Another problem can arise with neon lighting that creates variation in lighting (subtle for the eye, not for a camera). More over, the camera being a rolling shutter (all image lines are not captured at the same time but in sequence) the change in lighting creates change in luminosity along the image line, which in turn creates a perfectly Y-axis oriented gradient that interferes with the laser created gradient. The camera has 50Hz rejection but it’s not working as expected.
Another improvement could be to extend to the 3D detection scenario using a 2D projector (like on the Kinect). This would require to detect dots (using the Harris or Fast detector algorithms) and a 3D point cloud could be computed by the processor.

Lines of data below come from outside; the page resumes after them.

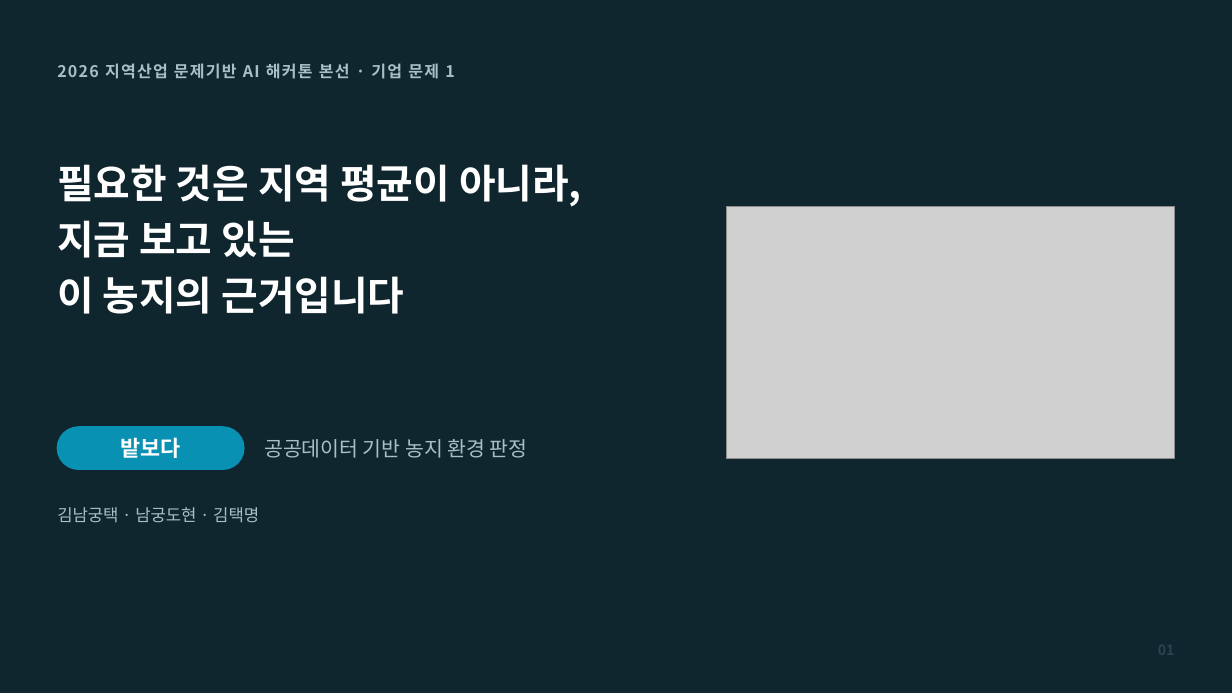
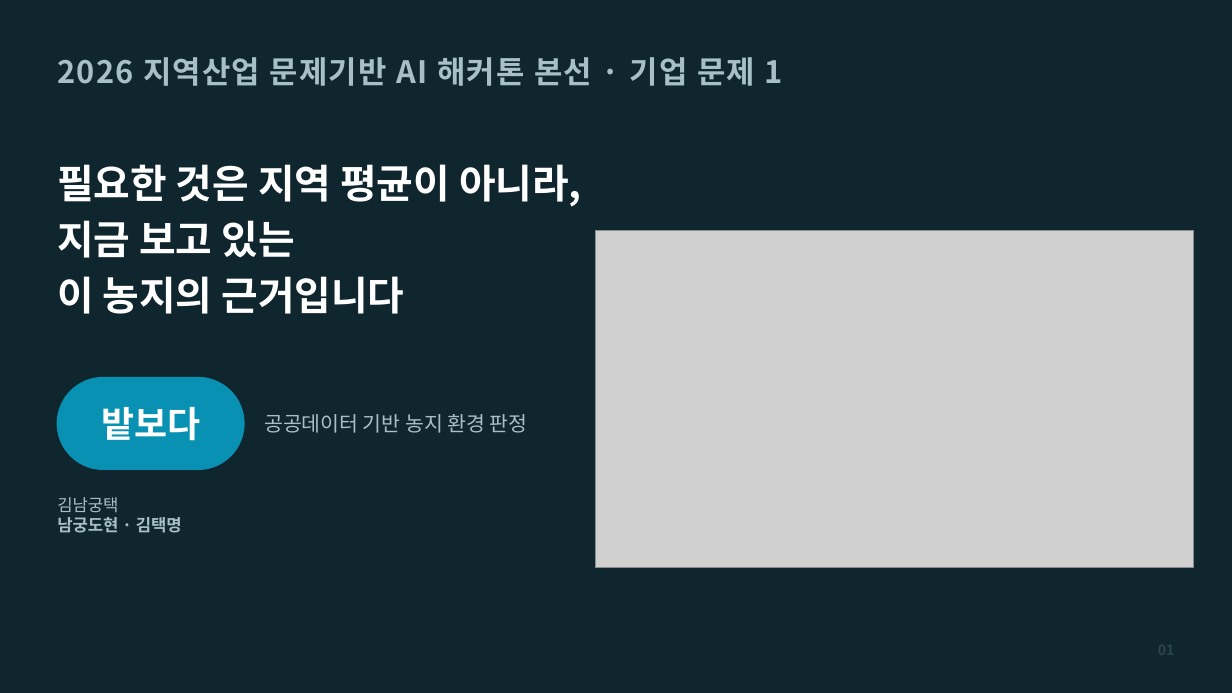
Before and after one commit to kzming2007/batboda, a slide deck: slide 1 of 발표/20260805_밭보다_본선발표_v2.pptx. Drawn at 1232x693 pixels with LibreOffice and Linux fonts; fonts in the diff are those of the drawing; grey boxes stand for pictures. Boxes give left, top, right and bottom in pixels: in the first picture for what was removed or moved away, otherwise in the second. Text is boxed around its words. In the diff, an @@ line names an element or a change of style, - is before the commit and + after.

```diff
--- a/발표/20260805_밭보다_본선발표_v2.pptx
+++ b/발표/20260805_밭보다_본선발표_v2.pptx
@@ text "2026 지역산업 문제기반 AI 해커톤 ..." at (57, 57, 783, 86): size 12.5 to 24 pt @@
@@ picture: place and size @@
-picture at (726, 207, 1175, 459)
+picture at (595, 231, 1194, 567)
@@ text "밭보다": place and size @@
-text "밭보다" at (120, 437, 180, 458)
+text "밭보다" at (101, 407, 200, 441)
@@ text "밭보다" at (101, 407, 200, 441): size 17 to 28 pt @@
@@ rounded rectangle: place and size @@
-rounded rectangle at (57, 427, 244, 470)
+rounded rectangle at (57, 378, 244, 470)
@@ text "공공데이터 기반 농지 환경 판정": place and size @@
-text "공공데이터 기반 농지 환경 판정" at (264, 439, 528, 458)
+text "공공데이터 기반 농지 환경 판정" at (264, 414, 528, 433)
@@ text at (57, 497, 182, 533): text changed; bold on @@
-김남궁택 · 남궁도현 · 김택명
+김남궁택
+남궁도현 · 김택명
```
Also in this commit, not shown: 7 other slides changed, 5 other files.

The technique described in this article is generic and can also be performed in software using OpenCV for the vision algorithms. In comparison the power of using an FPGA is that it allows to perform the vision operations at a much faster pace and lower latency (time difference between an event occur in the scene and the detection) than what a CPU can perform. The FPGA can also simultaneously generate the real-time signals for the motors (PWM). With a Raspberry Pi + Pi-camera or Beaglebone-Black + USB camera you can expect to reach ~10fps in QVGA and an unpredictable latency.
Pinhole camera model : http://en.wikipedia.org/wiki/Pinhole_camera_model
Understand the camera model used in most algorithm.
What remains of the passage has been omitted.